I’ve always been a glass half-full kind of girl. The eternal optimist. The expert finder of silver linings. Ever hopeful and always looking for the good.
For the most part, I would say this is a positive quality. But let’s be honest – there is such a thing as too much optimism. Just like ice cream, too much of a good thing can make that good thing less good.
Optimism can easily morph into expectations – and that is when it can get a little tricky. It is one thing to hope for positive outcomes, and another to expect them. The latter can be rife with disappointment, and may, over time, change one’s optimism into pessimism or cynicism, because let’s face it: just because we hope and pray and believe that good things will come doesn’t mean it’s going to happen.

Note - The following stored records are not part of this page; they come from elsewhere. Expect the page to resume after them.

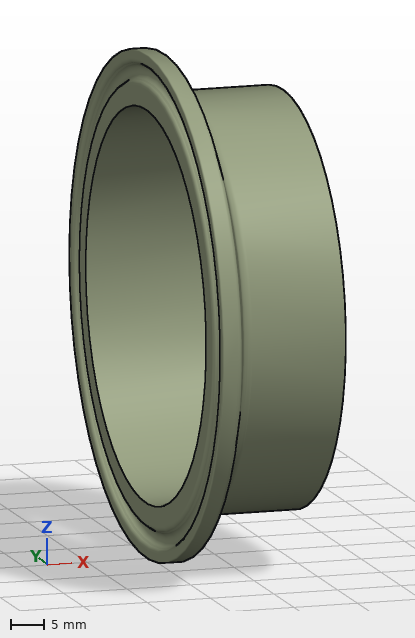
import cadquery as cq
import math

length = 21.5
flange_radius = 38.75
tube_radius = 32.0
bore_radius = 30.2

taper_angle = math.radians(20)
rim_edge_radius = 0.2
rim_end = 2.4
rim_back_radius = 0.8
neck_radius = 1.9

groove_center_radius = 35.35
groove_half_width = 2.0
groove_depth = 1.55
groove_bottom_radius = 1.2
groove_lip_radius = 0.8
flank_angle = math.radians(70)


def on_arc(center, radius, angle):
    """Point on a circle, with the angle measured from the radial direction toward +X."""
    return (center[0] + radius * math.sin(angle), center[1] + radius * math.cos(angle))


def make_body():
    turn = math.pi / 2 - taper_angle
    rim_center = (rim_end, flange_radius - rim_back_radius)
    taper_start = on_arc(rim_center, rim_back_radius, turn)

    neck_center_radius = tube_radius + neck_radius
    taper_end_radius = neck_center_radius - neck_radius * math.cos(turn)
    taper_end_x = taper_start[0] + (taper_start[1] - taper_end_radius) * math.tan(taper_angle)
    neck_center = (taper_end_x + neck_radius * math.sin(turn), neck_center_radius)

    edge_center = (rim_edge_radius, flange_radius - rim_edge_radius)
    return (
        cq.Workplane("XY")
        .moveTo(0, bore_radius)
        .lineTo(0, edge_center[1])
        .threePointArc(on_arc(edge_center, rim_edge_radius, -math.pi / 4), (rim_edge_radius, flange_radius))
        .lineTo(rim_end, flange_radius)
        .threePointArc(on_arc(rim_center, rim_back_radius, turn / 2), taper_start)
        .lineTo(taper_end_x, taper_end_radius)
        .threePointArc(
            on_arc(neck_center, neck_radius, math.pi + turn / 2),
            (neck_center[0], tube_radius),
        )
        .lineTo(length, tube_radius)
        .lineTo(length, bore_radius)
        .close()
        .revolve(360, (0, 0, 0), (1, 0, 0))
    )


def make_groove():
    bottom_half_width = groove_bottom_radius * math.sin(flank_angle)
    flank_end_x = groove_depth - groove_bottom_radius * (1 - math.cos(flank_angle))

    def lip_point(angle, side):
        """Point on a lip, turned by the angle from the gasket face into the groove."""
        drop = groove_lip_radius * (1 - math.cos(angle))
        offset = groove_half_width - groove_lip_radius * math.sin(angle)
        return (drop, groove_center_radius + side * offset)

    outer, inner = 1, -1
    return (
        cq.Workplane("XY")
        .moveTo(*lip_point(0, inner))
        .threePointArc(lip_point(flank_angle / 2, inner), lip_point(flank_angle, inner))
        .lineTo(flank_end_x, groove_center_radius - bottom_half_width)
        .threePointArc(
            (groove_depth, groove_center_radius),
            (flank_end_x, groove_center_radius + bottom_half_width),
        )
        .lineTo(*lip_point(flank_angle, outer))
        .threePointArc(lip_point(flank_angle / 2, outer), lip_point(0, outer))
        .close()
        .revolve(360, (0, 0, 0), (1, 0, 0))
    )


result = make_body().cut(make_groove())

That’s why it’s healthy to acknowledge and accept that sometimes things don’t work out the way you hoped they would, even though you tried with all your might. Bad things happen to good people. People let you down. You can wait patiently for good news, and the waiting doesn’t cease. Stress and sorrow may dim your eyes and sallow your skin. Sometimes things don’t work out the way you hoped they would. That’s just how it goes.
Like other habits and attributes, a person’s optimism can be tested. As the wise and witty Jon Stewart once said, “if you don’t stick to your values when they’re being tested, they’re not values: they’re hobbies.” Truth. An optimist’s commitment to hope shines brightest in the darkest moments. It’s easy to be optimistic when circumstances are favorable. It’s a lot harder to keep the faith when life is hurling grenades at you.
Over time, my bright and shiny optimism has been countered with a healthy dose of realism. It’s a good thing, I think. A delicate balance of being optimistic and hoping for the good, but also acknowledging the reality of the possibilities, the implications of decisions, and the length of time that change may take. I’m still an expert silver lining finder, but I’m more aware of the darker, stickier sides as well. Maybe it’s a natural progression that coincides with aging. And I can probably thank my straight-shootin’, as-real-as-they-come husband for this, too. He’s perfected the realist perspective.
I leave you with a line from one of my favorite hymns. It’s a perspective and a petition all in one. Strength for today, bright hope for tomorrow. An optimist’s mantra, a realist’s plea.